■ **Aim of the exercise**
Records follow. Select each line holding "game".

§ §

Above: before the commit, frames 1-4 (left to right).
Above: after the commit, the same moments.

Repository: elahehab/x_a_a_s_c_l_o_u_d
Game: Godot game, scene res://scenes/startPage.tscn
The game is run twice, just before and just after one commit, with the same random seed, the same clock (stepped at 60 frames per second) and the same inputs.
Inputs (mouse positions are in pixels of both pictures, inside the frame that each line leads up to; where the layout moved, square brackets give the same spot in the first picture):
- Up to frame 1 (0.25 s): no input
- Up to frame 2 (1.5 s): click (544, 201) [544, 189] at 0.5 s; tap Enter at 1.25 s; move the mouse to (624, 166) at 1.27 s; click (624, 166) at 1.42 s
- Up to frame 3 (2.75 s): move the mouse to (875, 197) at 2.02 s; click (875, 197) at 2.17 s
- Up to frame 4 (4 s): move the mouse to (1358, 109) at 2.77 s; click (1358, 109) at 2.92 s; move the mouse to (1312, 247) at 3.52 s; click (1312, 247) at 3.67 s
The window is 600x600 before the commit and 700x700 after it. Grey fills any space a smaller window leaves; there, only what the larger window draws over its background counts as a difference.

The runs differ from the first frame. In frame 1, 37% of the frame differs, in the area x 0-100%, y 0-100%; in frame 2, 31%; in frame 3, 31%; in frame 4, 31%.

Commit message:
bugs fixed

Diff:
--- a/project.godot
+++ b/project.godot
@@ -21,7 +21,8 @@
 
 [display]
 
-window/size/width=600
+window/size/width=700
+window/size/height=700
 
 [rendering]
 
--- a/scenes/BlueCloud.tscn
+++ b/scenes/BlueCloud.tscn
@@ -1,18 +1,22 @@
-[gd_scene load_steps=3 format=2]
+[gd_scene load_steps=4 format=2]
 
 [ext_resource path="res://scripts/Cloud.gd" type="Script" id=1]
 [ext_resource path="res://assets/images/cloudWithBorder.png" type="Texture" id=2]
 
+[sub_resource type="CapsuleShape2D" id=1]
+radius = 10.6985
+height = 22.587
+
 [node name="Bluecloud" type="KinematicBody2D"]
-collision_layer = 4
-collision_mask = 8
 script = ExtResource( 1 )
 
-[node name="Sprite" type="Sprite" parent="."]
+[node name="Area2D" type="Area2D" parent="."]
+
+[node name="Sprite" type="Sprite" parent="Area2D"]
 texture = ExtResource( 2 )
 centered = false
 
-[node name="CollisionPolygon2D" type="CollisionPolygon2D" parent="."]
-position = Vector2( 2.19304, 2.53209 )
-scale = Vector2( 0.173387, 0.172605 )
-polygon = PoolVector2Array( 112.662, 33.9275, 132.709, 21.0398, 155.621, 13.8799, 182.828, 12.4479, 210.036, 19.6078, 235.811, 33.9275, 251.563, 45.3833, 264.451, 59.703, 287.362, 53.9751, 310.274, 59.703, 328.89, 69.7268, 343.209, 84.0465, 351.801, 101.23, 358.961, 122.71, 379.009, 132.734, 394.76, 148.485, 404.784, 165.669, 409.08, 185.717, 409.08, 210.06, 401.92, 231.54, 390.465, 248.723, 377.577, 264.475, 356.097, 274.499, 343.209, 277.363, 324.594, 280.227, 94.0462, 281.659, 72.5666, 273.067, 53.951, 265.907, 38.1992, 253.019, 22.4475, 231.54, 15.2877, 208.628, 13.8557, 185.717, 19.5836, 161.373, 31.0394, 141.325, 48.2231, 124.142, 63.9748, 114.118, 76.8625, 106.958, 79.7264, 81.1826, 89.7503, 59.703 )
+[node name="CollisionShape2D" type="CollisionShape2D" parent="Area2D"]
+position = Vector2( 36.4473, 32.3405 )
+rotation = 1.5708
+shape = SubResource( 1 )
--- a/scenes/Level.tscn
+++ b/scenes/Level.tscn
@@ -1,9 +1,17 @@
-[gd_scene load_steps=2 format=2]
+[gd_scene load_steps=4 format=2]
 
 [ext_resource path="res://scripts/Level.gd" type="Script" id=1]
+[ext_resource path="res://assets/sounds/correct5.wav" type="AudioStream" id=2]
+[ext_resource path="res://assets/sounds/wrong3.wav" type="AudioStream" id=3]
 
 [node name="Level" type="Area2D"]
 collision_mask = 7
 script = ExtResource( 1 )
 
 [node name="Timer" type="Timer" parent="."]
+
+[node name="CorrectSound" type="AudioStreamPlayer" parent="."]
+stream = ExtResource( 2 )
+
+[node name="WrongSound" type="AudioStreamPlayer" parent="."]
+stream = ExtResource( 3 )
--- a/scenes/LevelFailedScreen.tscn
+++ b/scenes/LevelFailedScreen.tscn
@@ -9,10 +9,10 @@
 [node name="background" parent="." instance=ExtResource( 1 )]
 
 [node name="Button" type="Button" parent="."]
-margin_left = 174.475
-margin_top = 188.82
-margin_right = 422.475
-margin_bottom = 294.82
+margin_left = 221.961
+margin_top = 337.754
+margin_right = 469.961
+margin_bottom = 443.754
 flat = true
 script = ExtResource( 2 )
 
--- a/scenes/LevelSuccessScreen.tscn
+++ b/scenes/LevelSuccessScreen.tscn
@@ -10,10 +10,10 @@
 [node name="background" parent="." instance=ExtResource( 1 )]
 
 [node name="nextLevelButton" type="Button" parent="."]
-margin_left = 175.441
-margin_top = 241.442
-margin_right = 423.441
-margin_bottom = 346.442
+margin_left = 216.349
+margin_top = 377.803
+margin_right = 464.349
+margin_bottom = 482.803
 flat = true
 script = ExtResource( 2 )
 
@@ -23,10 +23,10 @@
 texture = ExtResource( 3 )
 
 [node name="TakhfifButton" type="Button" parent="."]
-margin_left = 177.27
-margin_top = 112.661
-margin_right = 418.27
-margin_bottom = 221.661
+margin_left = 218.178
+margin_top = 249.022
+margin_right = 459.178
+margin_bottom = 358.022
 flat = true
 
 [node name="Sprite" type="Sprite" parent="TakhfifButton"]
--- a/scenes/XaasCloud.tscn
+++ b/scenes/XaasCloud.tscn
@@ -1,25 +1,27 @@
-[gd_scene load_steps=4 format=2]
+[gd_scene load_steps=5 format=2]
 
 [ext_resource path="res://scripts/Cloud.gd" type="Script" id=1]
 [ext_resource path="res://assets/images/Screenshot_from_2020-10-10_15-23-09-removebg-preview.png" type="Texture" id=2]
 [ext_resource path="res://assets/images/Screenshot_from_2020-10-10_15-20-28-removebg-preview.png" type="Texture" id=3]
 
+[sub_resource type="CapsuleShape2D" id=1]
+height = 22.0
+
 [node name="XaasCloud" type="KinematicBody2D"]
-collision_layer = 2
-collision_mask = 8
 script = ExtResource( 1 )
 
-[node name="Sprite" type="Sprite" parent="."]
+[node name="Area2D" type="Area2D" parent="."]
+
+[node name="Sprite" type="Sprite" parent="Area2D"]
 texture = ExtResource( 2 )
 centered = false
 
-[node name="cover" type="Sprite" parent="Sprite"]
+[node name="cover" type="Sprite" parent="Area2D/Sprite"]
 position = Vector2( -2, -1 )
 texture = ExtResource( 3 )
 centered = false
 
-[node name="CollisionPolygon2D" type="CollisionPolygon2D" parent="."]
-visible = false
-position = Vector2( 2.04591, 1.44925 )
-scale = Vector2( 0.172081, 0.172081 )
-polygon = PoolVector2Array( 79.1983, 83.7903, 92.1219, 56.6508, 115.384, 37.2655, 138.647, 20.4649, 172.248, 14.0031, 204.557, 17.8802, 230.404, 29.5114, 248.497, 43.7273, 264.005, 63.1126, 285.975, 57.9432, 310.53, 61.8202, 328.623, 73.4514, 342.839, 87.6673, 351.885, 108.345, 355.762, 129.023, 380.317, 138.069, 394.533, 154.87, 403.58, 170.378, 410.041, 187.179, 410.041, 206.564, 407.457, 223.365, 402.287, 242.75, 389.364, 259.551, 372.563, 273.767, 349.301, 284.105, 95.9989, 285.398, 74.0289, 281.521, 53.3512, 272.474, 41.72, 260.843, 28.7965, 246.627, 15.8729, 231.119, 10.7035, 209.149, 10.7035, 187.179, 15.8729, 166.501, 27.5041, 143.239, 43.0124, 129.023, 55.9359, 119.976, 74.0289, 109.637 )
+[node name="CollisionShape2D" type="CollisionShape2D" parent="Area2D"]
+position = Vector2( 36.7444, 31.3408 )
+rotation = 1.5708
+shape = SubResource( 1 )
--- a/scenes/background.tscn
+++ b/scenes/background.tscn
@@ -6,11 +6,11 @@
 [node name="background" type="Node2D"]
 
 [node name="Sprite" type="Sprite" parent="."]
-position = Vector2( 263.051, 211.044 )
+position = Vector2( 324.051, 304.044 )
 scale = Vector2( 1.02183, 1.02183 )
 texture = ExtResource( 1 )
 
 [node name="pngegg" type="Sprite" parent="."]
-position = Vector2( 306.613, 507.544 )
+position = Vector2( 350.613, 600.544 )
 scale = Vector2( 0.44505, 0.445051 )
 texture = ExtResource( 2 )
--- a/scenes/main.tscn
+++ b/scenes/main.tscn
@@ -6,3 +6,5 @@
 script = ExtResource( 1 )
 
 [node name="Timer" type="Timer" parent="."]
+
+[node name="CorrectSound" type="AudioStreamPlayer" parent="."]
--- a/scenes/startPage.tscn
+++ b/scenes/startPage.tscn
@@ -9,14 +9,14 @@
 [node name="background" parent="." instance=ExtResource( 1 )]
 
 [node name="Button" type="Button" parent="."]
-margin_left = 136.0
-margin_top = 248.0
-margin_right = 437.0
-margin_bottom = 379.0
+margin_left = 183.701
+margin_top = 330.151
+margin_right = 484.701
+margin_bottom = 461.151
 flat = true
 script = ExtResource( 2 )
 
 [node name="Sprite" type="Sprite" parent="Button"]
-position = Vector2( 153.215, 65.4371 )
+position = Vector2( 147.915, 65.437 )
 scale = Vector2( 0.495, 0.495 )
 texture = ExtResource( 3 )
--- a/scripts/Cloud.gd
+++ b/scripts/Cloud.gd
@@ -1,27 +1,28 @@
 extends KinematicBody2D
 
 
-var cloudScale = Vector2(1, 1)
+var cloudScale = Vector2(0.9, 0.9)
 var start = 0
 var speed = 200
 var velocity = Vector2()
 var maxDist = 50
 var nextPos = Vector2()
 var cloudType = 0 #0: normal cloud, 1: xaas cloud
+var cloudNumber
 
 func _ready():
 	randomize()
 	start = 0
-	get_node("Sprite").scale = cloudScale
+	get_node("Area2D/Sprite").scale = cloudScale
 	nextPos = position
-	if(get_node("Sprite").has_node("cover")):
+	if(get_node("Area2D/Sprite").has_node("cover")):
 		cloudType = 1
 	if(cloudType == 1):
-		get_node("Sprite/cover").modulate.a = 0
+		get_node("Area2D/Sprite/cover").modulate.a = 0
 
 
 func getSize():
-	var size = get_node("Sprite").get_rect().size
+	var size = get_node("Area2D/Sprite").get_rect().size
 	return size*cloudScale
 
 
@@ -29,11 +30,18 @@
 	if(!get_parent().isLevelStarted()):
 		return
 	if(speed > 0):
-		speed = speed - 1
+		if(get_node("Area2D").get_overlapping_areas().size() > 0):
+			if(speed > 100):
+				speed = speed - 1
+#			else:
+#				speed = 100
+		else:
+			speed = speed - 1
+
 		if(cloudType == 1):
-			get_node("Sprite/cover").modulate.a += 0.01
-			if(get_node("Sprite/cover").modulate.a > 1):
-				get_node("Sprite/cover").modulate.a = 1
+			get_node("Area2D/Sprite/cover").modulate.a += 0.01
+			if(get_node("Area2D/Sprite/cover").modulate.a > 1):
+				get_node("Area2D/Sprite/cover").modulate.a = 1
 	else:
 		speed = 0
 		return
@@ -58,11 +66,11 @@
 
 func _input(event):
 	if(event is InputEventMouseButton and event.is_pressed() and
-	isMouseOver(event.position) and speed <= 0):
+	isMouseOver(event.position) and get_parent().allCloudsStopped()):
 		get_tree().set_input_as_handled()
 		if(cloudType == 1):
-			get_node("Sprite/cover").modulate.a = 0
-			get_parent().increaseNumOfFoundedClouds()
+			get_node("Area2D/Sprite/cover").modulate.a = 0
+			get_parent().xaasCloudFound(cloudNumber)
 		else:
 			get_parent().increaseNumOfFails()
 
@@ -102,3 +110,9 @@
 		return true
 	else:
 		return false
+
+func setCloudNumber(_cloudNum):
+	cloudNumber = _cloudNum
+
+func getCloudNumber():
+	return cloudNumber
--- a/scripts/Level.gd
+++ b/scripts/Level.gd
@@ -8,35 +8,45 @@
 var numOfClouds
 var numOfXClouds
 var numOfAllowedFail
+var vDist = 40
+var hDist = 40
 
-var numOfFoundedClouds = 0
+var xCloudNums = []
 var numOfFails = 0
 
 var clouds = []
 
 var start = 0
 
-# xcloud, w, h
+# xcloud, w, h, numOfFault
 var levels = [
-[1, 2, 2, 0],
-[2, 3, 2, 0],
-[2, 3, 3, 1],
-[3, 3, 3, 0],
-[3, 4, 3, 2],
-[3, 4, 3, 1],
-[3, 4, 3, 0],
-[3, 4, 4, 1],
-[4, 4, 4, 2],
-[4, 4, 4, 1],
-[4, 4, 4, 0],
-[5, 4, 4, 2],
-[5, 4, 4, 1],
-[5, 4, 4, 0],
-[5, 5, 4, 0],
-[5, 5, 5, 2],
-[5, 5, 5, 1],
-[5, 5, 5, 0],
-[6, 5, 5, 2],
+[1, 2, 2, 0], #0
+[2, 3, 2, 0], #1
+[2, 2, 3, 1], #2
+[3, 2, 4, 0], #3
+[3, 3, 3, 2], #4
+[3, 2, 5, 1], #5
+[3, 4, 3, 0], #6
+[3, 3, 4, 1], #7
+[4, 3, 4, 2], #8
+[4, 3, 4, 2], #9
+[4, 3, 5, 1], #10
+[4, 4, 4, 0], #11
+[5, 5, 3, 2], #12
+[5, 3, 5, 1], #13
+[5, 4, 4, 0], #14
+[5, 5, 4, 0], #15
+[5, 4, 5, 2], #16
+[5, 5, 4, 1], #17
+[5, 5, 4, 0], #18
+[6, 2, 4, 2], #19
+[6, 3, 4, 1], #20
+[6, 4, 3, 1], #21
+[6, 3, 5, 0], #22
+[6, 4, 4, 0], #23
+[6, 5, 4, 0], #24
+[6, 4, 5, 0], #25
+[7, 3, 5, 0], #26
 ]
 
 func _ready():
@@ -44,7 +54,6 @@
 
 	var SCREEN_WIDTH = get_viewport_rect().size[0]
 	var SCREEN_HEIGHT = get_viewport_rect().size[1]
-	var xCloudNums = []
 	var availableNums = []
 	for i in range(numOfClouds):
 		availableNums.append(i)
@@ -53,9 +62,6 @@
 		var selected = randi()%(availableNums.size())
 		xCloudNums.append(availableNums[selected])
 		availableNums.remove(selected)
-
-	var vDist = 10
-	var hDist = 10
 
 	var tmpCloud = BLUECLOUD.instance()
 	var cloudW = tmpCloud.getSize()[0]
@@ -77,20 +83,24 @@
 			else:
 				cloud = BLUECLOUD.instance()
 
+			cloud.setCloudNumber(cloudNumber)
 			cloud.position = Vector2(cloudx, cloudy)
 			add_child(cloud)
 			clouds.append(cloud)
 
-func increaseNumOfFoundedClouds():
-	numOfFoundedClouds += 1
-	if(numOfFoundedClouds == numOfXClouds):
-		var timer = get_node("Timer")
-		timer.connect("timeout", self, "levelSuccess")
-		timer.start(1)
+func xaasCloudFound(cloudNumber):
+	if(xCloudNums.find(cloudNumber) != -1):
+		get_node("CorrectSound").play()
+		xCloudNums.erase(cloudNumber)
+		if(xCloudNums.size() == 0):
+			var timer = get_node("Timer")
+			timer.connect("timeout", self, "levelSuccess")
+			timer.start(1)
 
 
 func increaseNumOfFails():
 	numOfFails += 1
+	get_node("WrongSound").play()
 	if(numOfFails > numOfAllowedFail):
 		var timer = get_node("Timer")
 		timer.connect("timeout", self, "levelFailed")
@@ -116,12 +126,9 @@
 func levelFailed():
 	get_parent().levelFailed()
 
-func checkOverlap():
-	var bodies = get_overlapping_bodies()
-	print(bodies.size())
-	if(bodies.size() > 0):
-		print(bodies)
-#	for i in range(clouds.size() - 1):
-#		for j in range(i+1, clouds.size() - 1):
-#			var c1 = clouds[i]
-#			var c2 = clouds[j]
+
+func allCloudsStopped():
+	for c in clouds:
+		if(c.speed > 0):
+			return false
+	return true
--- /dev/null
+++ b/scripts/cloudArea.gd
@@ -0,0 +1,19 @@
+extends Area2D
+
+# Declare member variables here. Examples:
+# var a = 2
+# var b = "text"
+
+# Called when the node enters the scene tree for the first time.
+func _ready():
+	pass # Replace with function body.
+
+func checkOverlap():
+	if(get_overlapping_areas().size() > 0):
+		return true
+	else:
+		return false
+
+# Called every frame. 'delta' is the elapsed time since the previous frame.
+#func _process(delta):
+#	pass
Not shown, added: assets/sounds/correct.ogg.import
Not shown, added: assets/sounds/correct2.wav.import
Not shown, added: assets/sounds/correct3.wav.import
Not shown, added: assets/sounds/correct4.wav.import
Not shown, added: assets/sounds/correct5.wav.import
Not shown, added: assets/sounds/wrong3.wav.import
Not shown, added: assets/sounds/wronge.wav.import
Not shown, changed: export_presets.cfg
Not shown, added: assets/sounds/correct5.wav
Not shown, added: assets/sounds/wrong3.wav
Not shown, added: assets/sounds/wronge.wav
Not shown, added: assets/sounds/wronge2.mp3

§ §

■ **Completed exercise**
Game: Godot game, scene res://scenes/startPage.tscn
The game is run twice, just before and just after one commit, with the same random seed, the same clock (stepped at 60 frames per second) and the same inputs.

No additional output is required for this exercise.